Глаза колдуна налились кровью, он тряхнул балахоном, загремев подвешенными к нему костями, и прорычал:

– Мой старый дурак? Мой духи обманывать? Мой сказать духам слово, и твой стать кучей дерьма! Или слон топтать, или лев сожрать! Нет, не лев – шакал! Лев не ест обезьян, даже очень жирный!

Они с угрозой придвинулись друг другу, воины за их спинами взревели, вскинули копья, а Семен, наблюдавший за перепалкой, вдруг почувствовал, как гнев, с которым он вступил в Шабахи, сменяется жалостливым презрением. Стоило ли сердиться на этих охотников и скотоводов? Они продавали своих малолетних детей, верили в духов, порчу и сглаз и были готовы устроить по этому поводу кровопускание. Жестоко? Да. Жестокость ребятишек, обрывающих крылья у бабочек… совсем иная жестокость, нежели у человека цивилизованного, который умеет читать и писать, глядит телевизор, молится богу и рубит деткам пальцы…

Он вытянул руку – так, что лезвие кинжала пришлось между спорщиками.

– Потише, парни! Мой великий вождь не любить, когда козлы бодаться! – Затем Семен повернулся к Ако, грозно насупил брови и приказал: – Будешь моим языком!

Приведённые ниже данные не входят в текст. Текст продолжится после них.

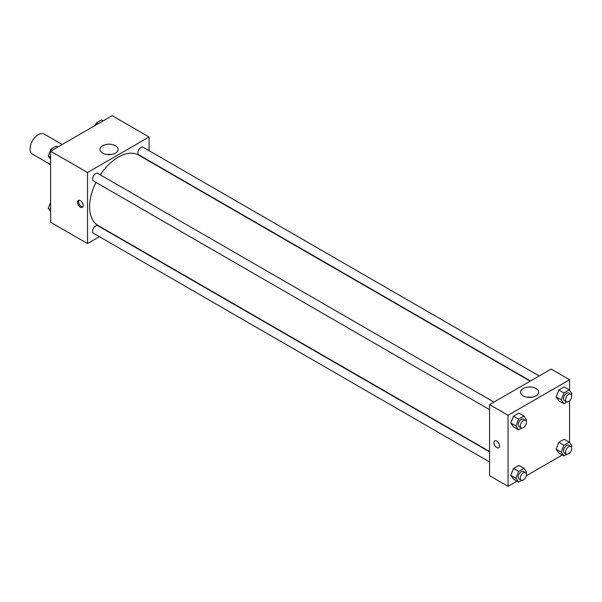 <?xml version="1.0" encoding="UTF-8"?>
<svg xmlns="http://www.w3.org/2000/svg" width="602" height="602" viewBox="0 0 602 602"><rect width="100%" height="100%" fill="white"/><g stroke="black" fill="none" stroke-linecap="round" stroke-linejoin="round"><path stroke-width="0.9" d="M62.217 144.495L44.104 134.035A11.604 6.697 120 0 0 35.164 137.143A11.604 6.697 120 0 0 30.1 148.822A11.604 6.697 120 0 0 32.5 154.135L50.613 164.594M99.428 236.699L87.531 243.562L50.613 222.251L50.613 151.192L112.145 115.667L149.07 136.978L149.07 150.718M149.07 160.764L149.07 161.14M102.686 145.729A9.03 5.215 180 0 1 112.529 144.6A9.03 5.215 180 0 1 118.105 149.416A9.03 5.215 180 0 1 109.075 154.631A9.03 5.215 180 0 1 100.037 149.416A9.03 5.215 180 0 1 102.686 145.729M87.531 243.562L87.531 172.511L50.613 151.192M87.531 172.511L149.07 136.978M111.257 154.473A9.03 5.215 0 0 0 106.885 154.473M80.352 207.148A3.988 2.303 60 0 1 77.748 203.634A3.988 2.303 60 0 1 78.358 200.436A3.988 2.303 60 0 1 82.346 202.739A3.988 2.303 60 0 1 82.346 207.344A3.988 2.303 60 0 1 80.352 207.148M78.945 200.255A3.988 2.303 -120 0 0 81.39 206.554A3.988 2.303 -120 0 0 82.798 206.93M493.918 402.106L97.833 173.429A4.349 2.513 120 0 0 93.483 175.942A4.349 2.513 120 0 0 93.483 180.969L489.569 409.646M489.569 451.891L97.833 225.727A4.349 2.513 120 0 0 94.476 226.894A4.349 2.513 120 0 0 92.58 231.273A4.349 2.513 120 0 0 93.483 233.26L489.569 461.945M539.211 375.964L143.125 147.279A4.349 2.513 120 0 0 139.769 148.446A4.349 2.513 120 0 0 137.873 152.825A4.349 2.513 120 0 0 138.769 154.819L530.505 380.983M95.936 182.383A40.612 23.448 120 0 0 89.585 206.855A40.612 23.448 120 0 0 97.998 225.441L489.569 451.515M530.181 381.171L138.61 155.105A40.612 23.448 120 0 0 100.286 174.851M516.998 481.156L508.028 486.333L489.569 475.678L489.569 404.619L551.108 369.094L569.567 379.749L569.567 390.382M526.261 475.813L562.283 455.014M510.82 423.048L513.491 426.841L510.82 423.048L513.491 416.178L510.82 423.048L515.952 426.005L518.615 419.142L523.943 416.065L526.607 419.85L526.148 421.054M518.819 413.1L513.491 416.178L518.819 413.1L523.943 416.065M556.113 396.899L558.776 400.691L556.113 396.899L558.776 390.028L556.113 396.899L561.245 399.856L563.908 392.993L569.236 389.915L571.9 393.708L571.433 394.904M564.104 386.951L558.776 390.028L564.104 386.951L569.236 389.915M556.113 449.197L558.776 452.982L556.113 449.197L558.776 442.327L556.113 449.197L561.245 452.155L563.908 445.292L569.236 442.214L571.9 445.999L571.433 447.203M564.104 439.249L558.776 442.327L564.104 439.249L569.236 442.214M508.028 486.333L508.028 415.282L569.567 379.749M569.567 400.804L569.567 442.681M510.82 475.347L513.491 479.132L510.82 475.347L513.491 468.476L510.82 475.347L515.952 478.304L518.615 471.434L523.943 468.356L526.607 472.149L526.148 473.345M518.819 465.399L513.491 468.476L518.819 465.399L523.943 468.356M523.183 395.875A9.03 5.215 180 0 1 520.534 392.188A9.03 5.215 180 0 1 529.564 386.973A9.03 5.215 180 0 1 538.602 392.188A9.03 5.215 180 0 1 533.026 397.004A9.03 5.215 180 0 1 523.183 395.875M508.028 415.282L489.569 404.619M499.57 445.924A3.988 2.303 60 0 1 498.742 447.745A3.988 2.303 60 0 1 494.754 445.442A3.988 2.303 60 0 1 494.754 440.837A3.988 2.303 60 0 1 497.824 441.906A3.988 2.303 60 0 1 499.57 445.924M531.754 397.245A9.03 5.215 0 0 0 527.382 397.245M494.754 440.837A3.988 2.303 -120 0 0 494.754 445.442A3.988 2.303 -120 0 0 498.742 447.745M521.633 428.06L518.615 429.798L515.952 426.005M525.508 420.346L523.454 419.165A4.349 2.513 120 0 0 520.105 420.324A4.349 2.513 120 0 0 518.202 424.703A4.349 2.513 120 0 0 519.105 426.698L521.159 427.879A4.349 2.513 120 0 0 525.508 425.373A4.349 2.513 120 0 0 525.508 420.346A4.349 2.513 120 0 0 522.152 421.513A4.349 2.513 120 0 0 520.256 425.892A4.349 2.513 120 0 0 521.159 427.879M518.615 429.798L513.491 426.841M518.615 419.142L513.491 416.178M566.918 401.91L563.908 403.649L561.245 399.856M570.801 394.197L568.747 393.016A4.349 2.513 120 0 0 565.391 394.182A4.349 2.513 120 0 0 563.495 398.562A4.349 2.513 120 0 0 564.398 400.548L566.444 401.737A4.349 2.513 120 0 0 570.801 399.224A4.349 2.513 120 0 0 570.801 394.197A4.349 2.513 120 0 0 567.445 395.363A4.349 2.513 120 0 0 565.549 399.743A4.349 2.513 120 0 0 566.444 401.737M563.908 403.649L558.776 400.691M563.908 392.993L558.776 390.028M521.633 480.351L518.615 482.097L515.952 478.304M525.508 472.645L523.454 471.456A4.349 2.513 120 0 0 520.105 472.623A4.349 2.513 120 0 0 518.202 477.002A4.349 2.513 120 0 0 519.105 478.996L521.159 480.178A4.349 2.513 120 0 0 525.508 477.664A4.349 2.513 120 0 0 525.508 472.645A4.349 2.513 120 0 0 522.152 473.812A4.349 2.513 120 0 0 520.256 478.191A4.349 2.513 120 0 0 521.159 480.178M518.615 482.097L513.491 479.132M518.615 471.434L513.491 468.476M566.918 454.209L563.908 455.947L561.245 452.155M570.801 446.496L568.747 445.307A4.349 2.513 120 0 0 565.391 446.473A4.349 2.513 120 0 0 563.495 450.853A4.349 2.513 120 0 0 564.398 452.847L566.444 454.028A4.349 2.513 120 0 0 570.801 451.523A4.349 2.513 120 0 0 570.801 446.496A4.349 2.513 120 0 0 567.445 447.662A4.349 2.513 120 0 0 565.549 452.042A4.349 2.513 120 0 0 566.444 454.028M563.908 455.947L558.776 452.982M563.908 445.292L558.776 442.327M50.613 159.319L48.28 156.001L50.944 149.13L56.272 146.053L57.89 146.986M50.613 157.348L48.28 156.001M52.562 150.064L50.944 149.13M95.297 125.397L96.23 122.981L101.565 119.903L103.183 120.844M97.855 123.914L96.23 122.981M50.613 211.618L48.28 208.292L50.613 202.28M50.613 209.647L48.28 208.292"/></g></svg>

Говори погромче, чтобы всем было слышно.

– Повинуюсь твоему зову, хозяин! – откликнулся кушит. – Ты не беспокойся, глотка у меня здоровая.

– Вот и скажи им для начала, что я – семер из Обеих Земель, такой великий и большой, как три слона, поставленные друг на друга…

– Это им и так видно, господин, – заметил Ако. – Боги не обидели тебя ростом.

Семен ухмыльнулся.

– Ты, парень, не умничай, толмачь! Скажи им еще, чтобы опустили копья и не вздумали драться. Сейчас я осмотрю быков, а утром вынесу решение. – Взгляд его обратился к солнцу, садившемуся за горизонт. – Вечер уже, пора отдохнуть. Ночью я усну и посоветуюсь с… э-э… Осирисом. Утром рассужу вождя с колдуном, и суд мой будет справедлив и скор. Подвинься-ка, толстопузый! – Он хлопнул лезвием кинжала Икеду по животу и направился к быкам.